A SRA. PRESIDENTE (Célia Xakriabá. Bloco/PSOL - MG) - Muito obrigada, Dr. Helder, pela ampla experiência e pelo acompanhamento. É importante todo o apanhamento que faz e dizer o que isso significa numa outra linguagem. Este caso, eu sempre falo, é de repercussão geral, pode também acabar sinalizando para o Brasil inteiro. Em outras situações, pode acabar atingindo outros povos e comunidades tradicionais aqui representados.
Atualmente também estou Vice-Presidente da Assembleia Legislativa de Minas Gerais. Isso é muito importante, porque aqui na Mesa nós fazemos essa resistência e manifestamos o compromisso com a nossa luta, que é histórica, desde antes de estarmos Deputada.
Ouvi a fala do Dr. Helder. Muito obrigada. Eu tenho a segurança muito grande hoje de saber que nós temos um novo governo federal, que temos uma Deputada Federal tão articulada, tão conectada com a luta dos povos originários.
Eu sei que o que provocou esta audiência pública de hoje foi uma prática também muito comum neste Governo. Infelizmente, nós temos um governo muito refém das mineradoras, dos grandes projetos, dos grandes empreendimentos no Estado de Minas Gerais.

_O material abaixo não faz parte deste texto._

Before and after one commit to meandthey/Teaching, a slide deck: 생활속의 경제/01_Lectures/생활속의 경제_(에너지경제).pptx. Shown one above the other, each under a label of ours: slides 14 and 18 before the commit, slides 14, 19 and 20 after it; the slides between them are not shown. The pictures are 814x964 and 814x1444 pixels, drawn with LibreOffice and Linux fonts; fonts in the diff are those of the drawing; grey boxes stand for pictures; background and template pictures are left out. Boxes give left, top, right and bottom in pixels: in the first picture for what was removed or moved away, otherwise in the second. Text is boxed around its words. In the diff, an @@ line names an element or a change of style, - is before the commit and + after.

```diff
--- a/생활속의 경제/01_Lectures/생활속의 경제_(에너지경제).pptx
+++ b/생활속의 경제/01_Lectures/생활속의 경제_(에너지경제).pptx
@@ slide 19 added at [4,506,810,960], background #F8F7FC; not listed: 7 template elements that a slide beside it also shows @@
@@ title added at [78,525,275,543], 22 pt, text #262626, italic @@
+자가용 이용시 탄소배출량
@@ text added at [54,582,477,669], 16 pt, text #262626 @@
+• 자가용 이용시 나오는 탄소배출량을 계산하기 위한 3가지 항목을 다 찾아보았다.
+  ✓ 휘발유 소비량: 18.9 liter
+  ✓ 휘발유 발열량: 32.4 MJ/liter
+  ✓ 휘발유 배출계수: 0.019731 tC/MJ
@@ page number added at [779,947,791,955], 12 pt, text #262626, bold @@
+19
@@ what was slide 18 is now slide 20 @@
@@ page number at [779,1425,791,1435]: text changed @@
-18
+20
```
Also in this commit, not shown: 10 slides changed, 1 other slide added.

Esta semana nós tivemos uma grande vitória temporária numa comunidade quilombola do Serro, na Comunidade de Queimadas. Assistimos à invasão dos grandes empresários, fazendeiros, a uma reunião do povo quilombola. Uma audiência que aconteceria amanhã foi suspensa, graças à ação do Ministério Público Federal. É nesse povo que nós colocamos a nossa esperança e a nossa força, para seguirmos em luta.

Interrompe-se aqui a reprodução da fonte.